How the stability of the West Antarctic Ice Sheet has changed over the last 1.4 million years

March 12, 2016 in Articles 2015-16


The West Antarctic Ice Sheet (WAIS) is part of the continental ice sheet which covers West Antarctic, the portion of Antarctica on the side of the Transantarctic Mountains which resides in the western hemisphere. The WAIS is residing on an archipelago with the center of the dome set over sub glacial uplands and bedrock basins, with the bedrock basins being more than 1,500 m below sea level. The WAIS contains 3.8 million km3 of ice, if this were ever to collapse and fall into the ocean, at the present rate of accumulation, it would take over ten thousand years for the ice to be restored. For around four decades there have been fears that there could be marine instability, fears caused by the retreat of the ice margin into basins which would lead to massive ice-mass loss and increased ice-calving, which would then result in the loss of the WAIS, resulting in a rapid-rise in sea level of 3-5 m.

A study recently published on the stability of the WAIS divide over the last 1.4 million years gives reason to believe that the divide of the WAIS has fluctuated only modestly in location and thickness for that amount of time.

Location, current status and studies

The Heritage Range which lies in the center of the Weddell Sea embayment is within 50 km of the floating Filchner-Ronne Ice Shelf and the grounded ice sheet in the Hercules Inlet. Two massifs are summits which cover 15 km of upland bounded by troughs excavated to below sea level. Ice from the central WAIS flows between and around the two mountains at the grounding line. The WAIS divide forms a large saddle (highest point between two massifs) between the main dome 300 km to the west, and to another 200 km northwest. Katabatic winds flow down the ice slope from the divide towards Hercules Inlet crossing the mountains and creating blue-ice areas. The winds cause the surface ice to melt which then causes an upward flow of ice which brings basal debris to the surface as blue-ice moraines. This ice-marginal, basally derived material is deposited higher on the mountain flanks and records past changes in ice thickness.

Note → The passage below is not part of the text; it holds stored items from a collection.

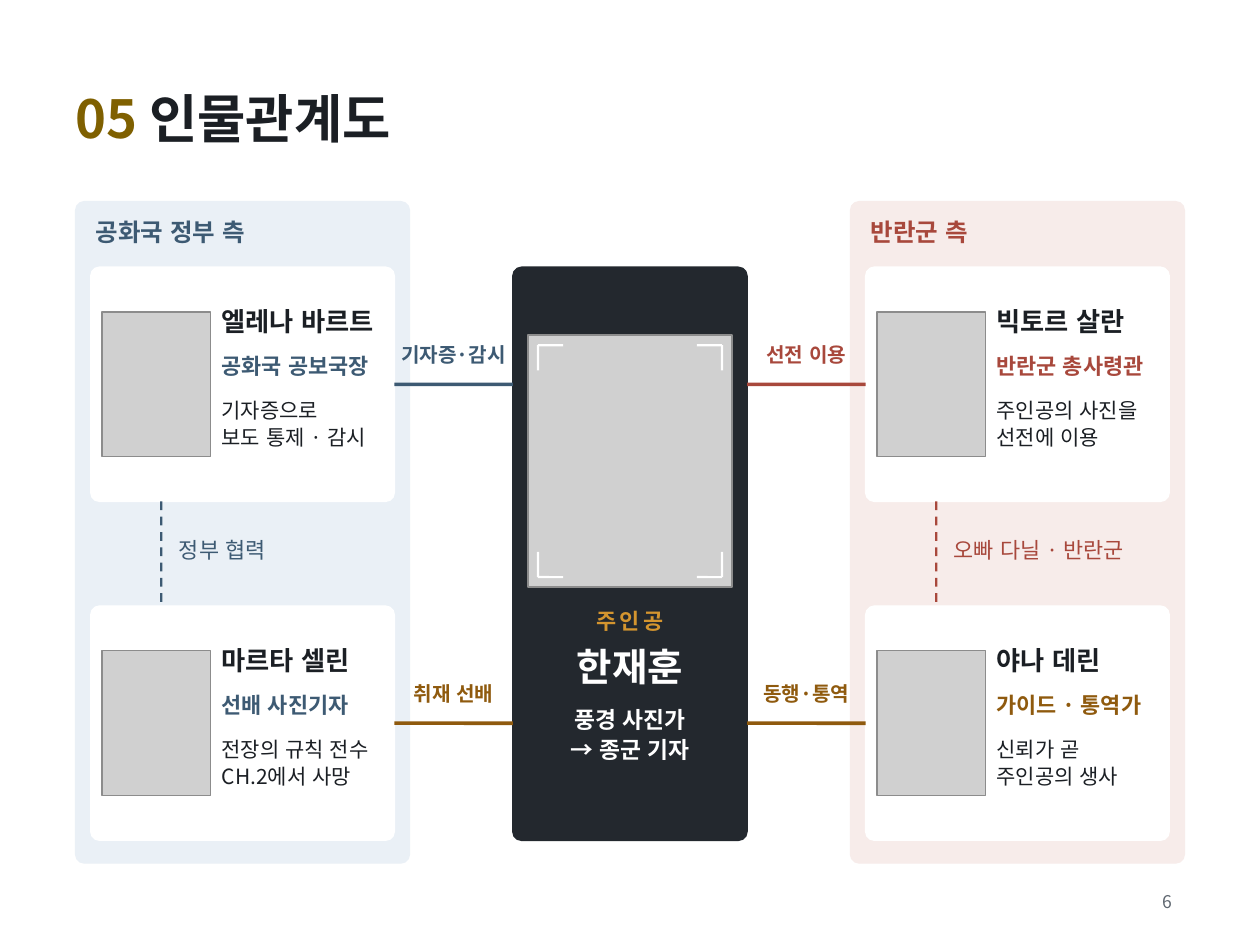
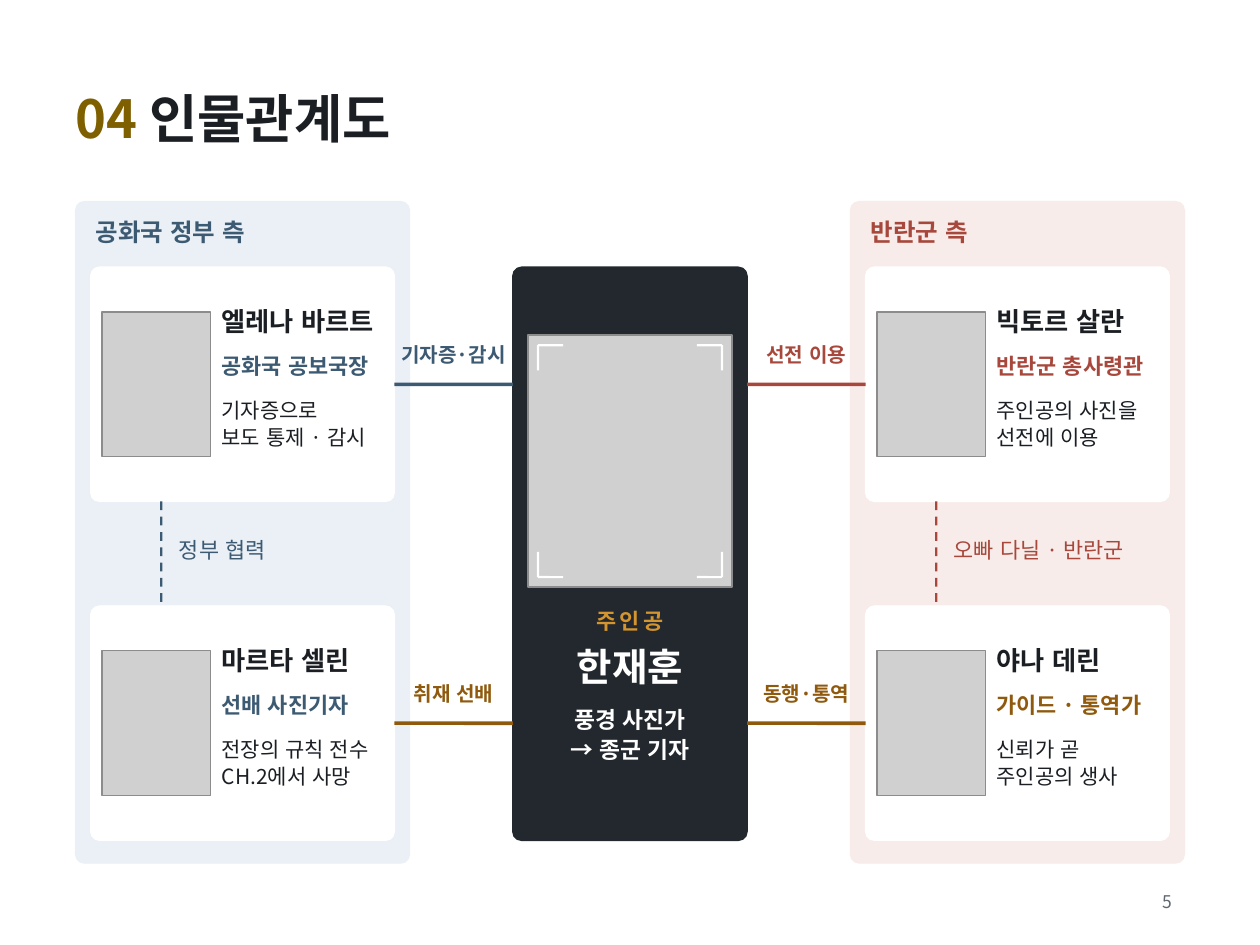
Before and after one commit to golgold/unitybasic, a slide deck: slide 5 of 기획/김민우_게임_FRAME UNDER FIRE.pptx (slide 6 before the commit). Drawn at 1260x945 pixels with LibreOffice and Linux fonts; fonts in the diff are those of the drawing; grey boxes stand for pictures. Boxes give left, top, right and bottom in pixels: in the first picture for what was removed or moved away, otherwise in the second. Text is boxed around its words. In the diff, an @@ line names an element or a change of style, - is before the commit and + after.

```diff
--- a/기획/김민우_게임_FRAME UNDER FIRE.pptx
+++ b/기획/김민우_게임_FRAME UNDER FIRE.pptx
@@ title at (x1=76, y1=94, x2=390, y2=143): text changed @@
-05 인물관계도
+04 인물관계도
@@ page number at (x1=1162, y1=895, x2=1172, y2=908): text changed @@
-6
+5
```
Also in this commit, not shown: 7 other slides changed, 1 slide removed, 1 other file.

By using cosmogenic nuclide dating on the bedrock and nunataks (exposed, rocky ridges) data had been provided of the thickness of ice over time. A plethora of data was provided revealing data from ages of up to 400 ka. This lead the researchers to the hypothesis that the spread in ages represented the continuous presence of an ice sheet that fluctuated in thickness in response to glacial to interglacial cycles. The range of ages gives rise to preservation of some erratics (rocks alien to the locale) and deposition of other ice sheets during successive glaciations.

topography of antarctica

Subglacial topography of Antarctica showing the location of the WAIS in the Ellsworth mountains and geographical features within the Weddell sea.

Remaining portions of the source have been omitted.